# Florida



## npm (Nov 14, 2012)

I'm looking into relocating to Orlando area due to my sons mother looking to relocate with my son. I currently have my own preservation/reo/general construction business here in PA. I'm curious to see how bad Orlando area is for a FNG to the area but not fng to preservation. Any help/info would be great. Would consider employment/sub work too.


----------



## BRADSConst (Oct 2, 2012)

npm said:


> I'm looking into relocating to Orlando area due to my sons mother looking to relocate with my son. I currently have my own preservation/reo/general construction business here in PA. I'm curious to see how bad Orlando area is for a FNG to the area but not fng to preservation. Any help/info would be great. Would consider employment/sub work too.
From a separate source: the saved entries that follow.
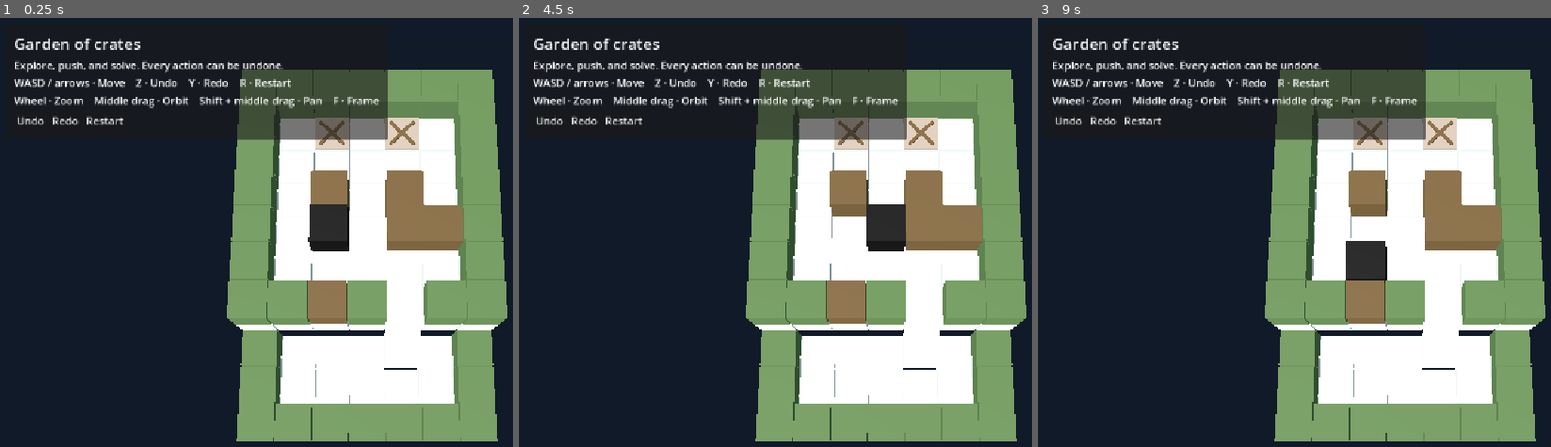
Above: before the commit, frames 1-3 (left to right).
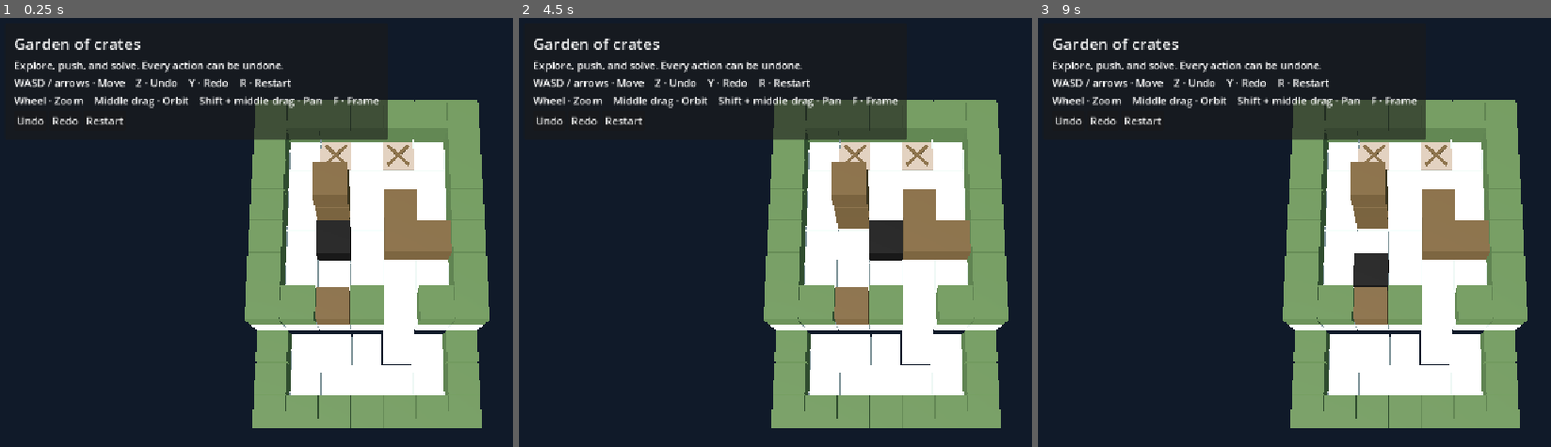
Above: after the commit, the same moments.

Repository: AkaCMD/grid-game-groundwork-godot
Game: Godot game, scene res://examples/sokoban.tscn
The game is run twice, just before and just after one commit, with the same random seed, the same clock (stepped at 60 frames per second) and the same inputs.
Inputs (mouse positions are in pixels of both pictures, inside the frame that each line leads up to):
- Up to frame 1 (0.25 s): no input
- Up to frame 2 (4.5 s): click "Restart" at 0.5 s; click "Restart" at 1.25 s; click "Restart" at 2 s; click "Undo" at 2.75 s; click "Redo" at 3.5 s; tap Enter at 4.25 s; move the mouse to (outside the picture) at 4.27 s; hold D from 4.28 s (still down); tap 1 at 4.35 s; click (outside the picture) at 4.42 s
- Up to frame 3 (9 s): release D at 5 s; tap Space at 5, 6.5, 8 s; drag from (1253, 288) to (1366, 361) at 5.02 s; tap Enter at 5.75, 7.25 s; move the mouse to (1479, 150) at 5.77 s; hold D 5.78-6.5 s; tap 3 at 5.85 s; drag from (1366, 361) to (1181, 185) at 6.52 s; move the mouse to (outside the picture) at 7.27 s; hold A 7.28-8 s; tap Y at 7.35 s; drag from (1181, 185) to (1294, 133) at 8.02 s; move the mouse to (1443, 262) at 8.77 s; hold S from 8.78 s (still down); tap R at 8.85 s; click (1443, 262) at 8.92 s

The runs differ from the first frame. In frame 1, 19% of the frame differs, in the area x 44-99%, y 12-99%; in frame 2, 19%; in frame 3, 19%.

Commit message:
Add gameplay GIF and stacked crates to Sokoban example

Diff:
--- a/examples/levels/sokoban.tres
+++ b/examples/levels/sokoban.tres
@@ -737,6 +737,18 @@
 "crate": false
 }
 
+[sub_resource type="Resource" id="Resource_em3kx"]
+script = ExtResource("1_8dhlk")
+entity_id = &"crate_1"
+definition = SubResource("Resource_hlmcl")
+cell = Vector3i(2, 1, 3)
+
+[sub_resource type="Resource" id="Resource_5of80"]
+script = ExtResource("1_8dhlk")
+entity_id = &"crate_2"
+definition = SubResource("Resource_hlmcl")
+cell = Vector3i(2, 2, 3)
+
 [sub_resource type="Resource" id="Resource_7df1e"]
 script = ExtResource("4_dmyqr")
 
@@ -796,5 +808,5 @@
 script = ExtResource("6_30etc")
 title = "Garden of crates"
 palette = Array[ExtResource("2_6ocxs")]([SubResource("Resource_gvias"), SubResource("Resource_nd1x8"), SubResource("Res …(232 unchanged characters)…
-entities = Array[ExtResource("1_8dhlk")]([SubResource("Resou …(3319 unchanged characters)… e_ek36h"), SubResource("Resource_i1apq")])
+entities = Array[ExtResource("1_8dhlk")]([SubResource("Resou …(3319 unchanged characters)… e_ek36h"), SubResource("Resource_i1apq"), SubResource("Resource_em3kx"), SubResource("Resource_5of80")])
 game_rule = SubResource("Resource_7df1e")
Binary file added: docs/media/gameplay.gif
Not shown: 1 places in examples/levels/sokoban.tres that only renumber resources
Not shown: 1 places in examples/sokoban.tscn that only renumber resources
Not shown, changed: README.md
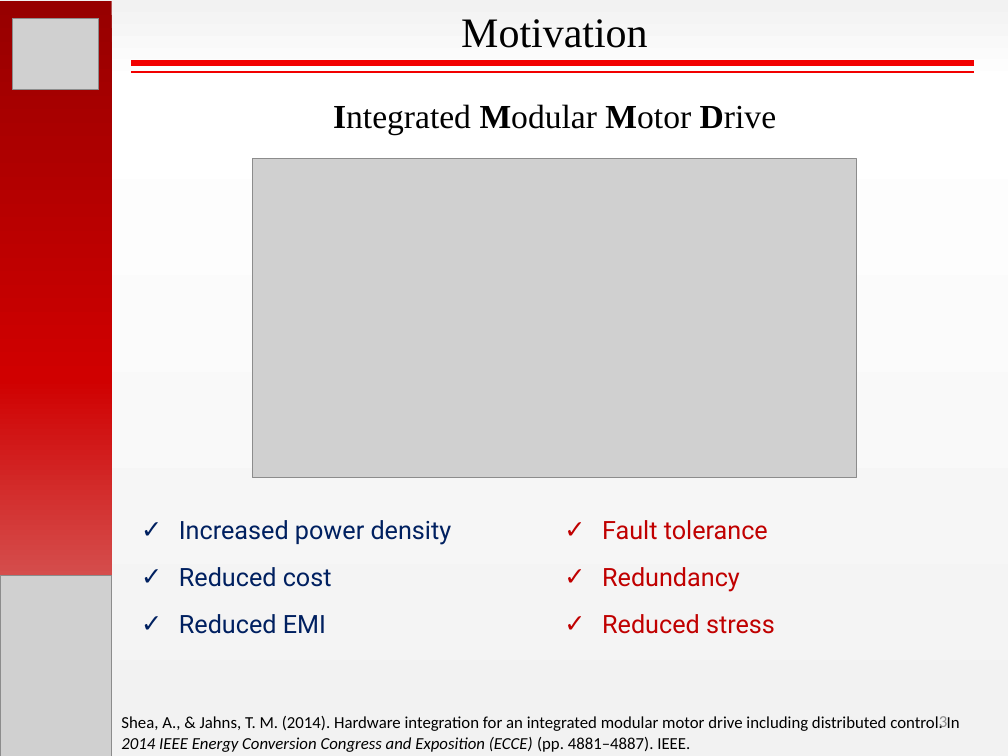
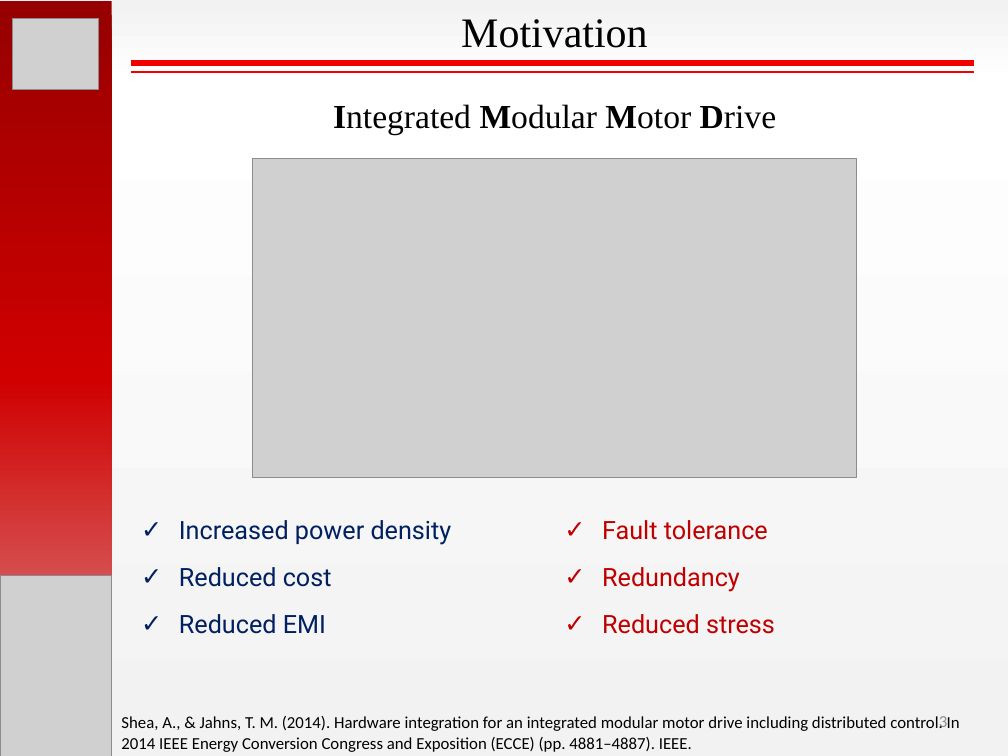
Before and after one commit to hakanpolat/IMMD, a slide deck: slide 3 of Paper/PEMD 2018/Presentation/PEMD2018_OralPres_Mesut_Uğur.pptx. Drawn at 1008x756 pixels with LibreOffice and Linux fonts; fonts in the diff are those of the drawing; grey boxes stand for pictures. Boxes give left, top, right and bottom in pixels: in the first picture for what was removed or moved away, otherwise in the second. Text is boxed around its words. In the diff, an @@ line names an element or a change of style, - is before the commit and + after.

```diff
--- a/Paper/PEMD 2018/Presentation/PEMD2018_OralPres_Mesut_Uğur.pptx
+++ b/Paper/PEMD 2018/Presentation/PEMD2018_OralPres_Mesut_Uğur.pptx
@@ text "Shea, A., & Jahns, T. ..." at <box>121,716,960,752</box>: italic off in "2014 IEEE Energy Conversion Congress and Exposition ..." @@
```
Also in this commit, not shown: 6 other slides changed, 6 slides added, 6 slides removed, 16 other files.
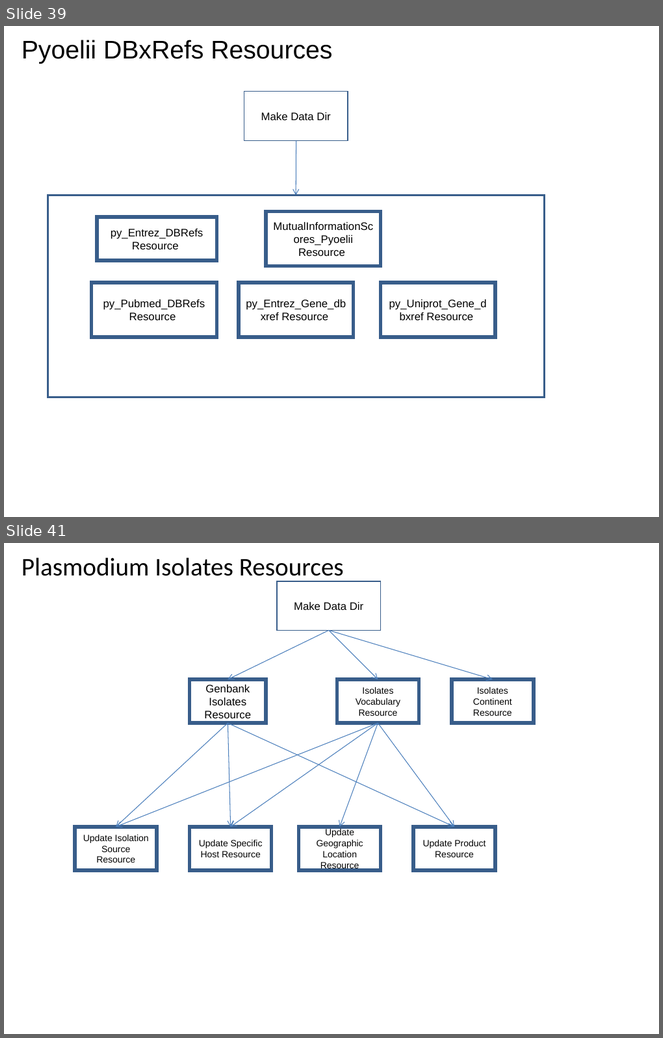
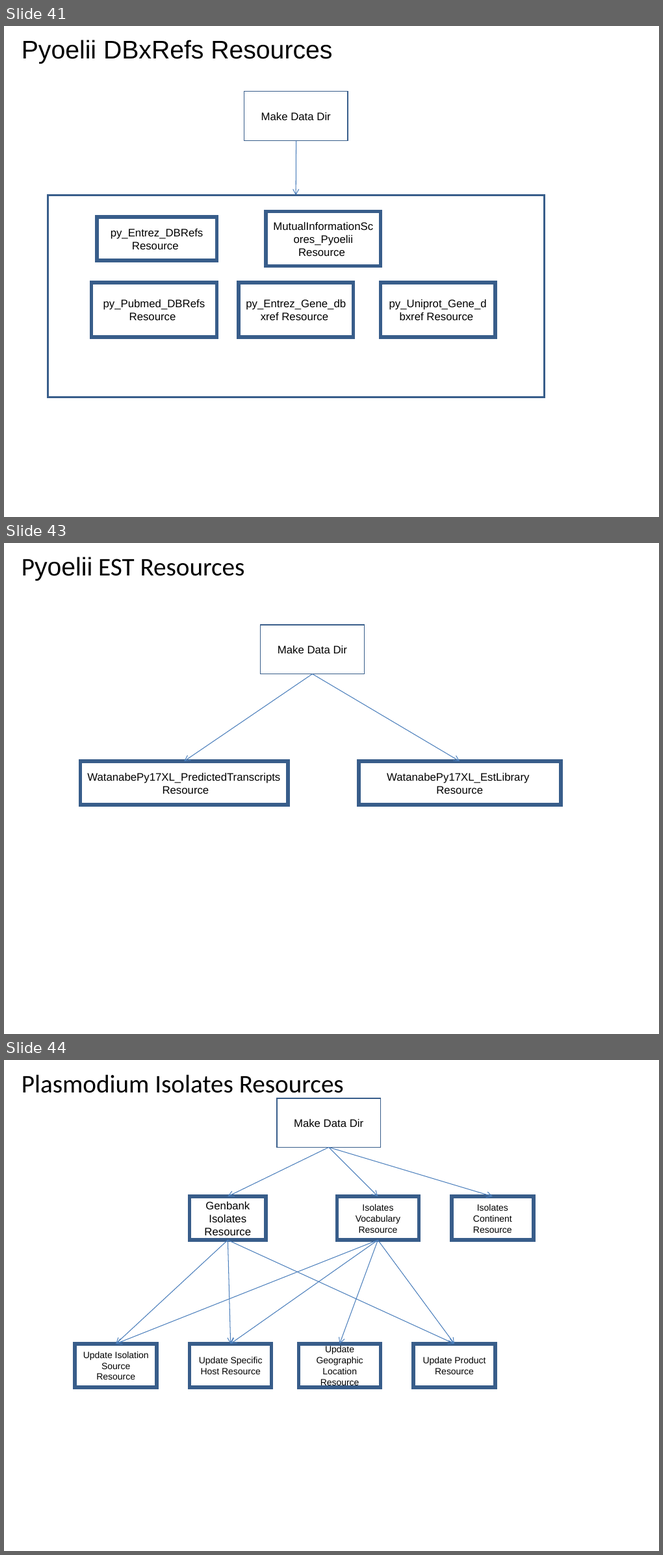
Before and after one commit to VEuPathDB/ApiCommonWorkflow, a slide deck: Main/doc/IntegratedWorkflow.ppt. Shown one above the other, each under a label of ours: slides 39 and 41 before the commit, slides 41, 43 and 44 after it; the slides between them are not shown. The pictures are 663x1038 and 663x1555 pixels, drawn with LibreOffice and Linux fonts; fonts in the diff are those of the drawing. Boxes give left, top, right and bottom in pixels: in the first picture for what was removed or moved away, otherwise in the second. Text is boxed around its words. In the diff, an @@ line names an element or a change of style, - is before the commit and + after.

```diff
--- a/Main/doc/IntegratedWorkflow.ppt
+++ b/Main/doc/IntegratedWorkflow.ppt
@@ slide 43 added at [4,543,659,1034], background #FFFFFF @@
@@ title added at [22,557,245,581], 28 pt, text #000000 @@
+Pyoelii EST Resources
@@ rectangle added at [261,625,364,674], outline #385D8A 0.99 pt, 12 pt, text #000000 @@
+Make Data Dir
@@ arrow added from (313, 674) to (184, 761), #4A7EBB 0.74 pt @@
@@ arrow added from (313, 674) to (460, 761), #4A7EBB 0.74 pt @@
@@ rectangle added at [81,761,288,805], outline #385D8A 4 pt, 12 pt, text #000000 @@
+WatanabePy17XL_PredictedTranscripts
+Resource
@@ rectangle added at [359,761,561,805], outline #385D8A 4 pt, 12 pt, text #000000 @@
+WatanabePy17XL_EstLibrary
+Resource
@@ what was slide 39 is now slide 41 @@
@@ what was slide 41 is now slide 44 @@
```
Also in this commit, not shown: 7 slides changed, 2 other slides added.

I would check into the Florida laws for licensing as a general contractor. I'm not sure if/what PA requires but I believe Florida is pretty difficult due to dealing with hurricanes.


----------



## npm (Nov 14, 2012)

Yeah that's what type of logistics I'm trying to figure out. I know I've seen a few on here from Florida. I've have some time approx 1 year to make full decision.


----------



## dryBgerG (Feb 1, 2013)

As for as general contracting goes Florida doesn't reciprocate licensing with other states.
http://www.myfloridalicense.com/dbpr/pro/cilb/index.html


----------



## Wannabe (Oct 1, 2012)

I read somewhere that the Boards for the Fl contractor licensing is a sob. Gypso can tell u abt regs there.


----------



## GTX63 (Apr 12, 2012)

A Great Uncle and his family relocated near Hope Sound and started up a landscaping and roofing business and have done very well. A couple of hoops to jump thru but once they were up and running it went well.


----------



## JDRM (Apr 16, 2012)

They are a SOB! But depending what you want to do you , just doing trash outs, lawns, securing, etc. does not require a GC license, you can get a Property Maintenance occupational license. Any specialty trades are licensed separately, plumbing, A/C, electrical,etc. Even a GC has to hire a licensed contractor for specialty trades.


----------



## JDRM (Apr 16, 2012)

Also, there are several types of GC's, Class A, Class B, basically a Class A can do anything, Class B can only do up to 2 stories


----------



## npm (Nov 14, 2012)

so with gc license I can do certain things within limit. If I want roof I need a roofing contracting license. If I just want to do general p&p work no license needed but I would need a license for roof repairs. Thanks for the info guys.


----------



## Gypsos (Apr 30, 2012)

GC test was harder than the test to become a Nuclear Propulsion rating in the US Navy. 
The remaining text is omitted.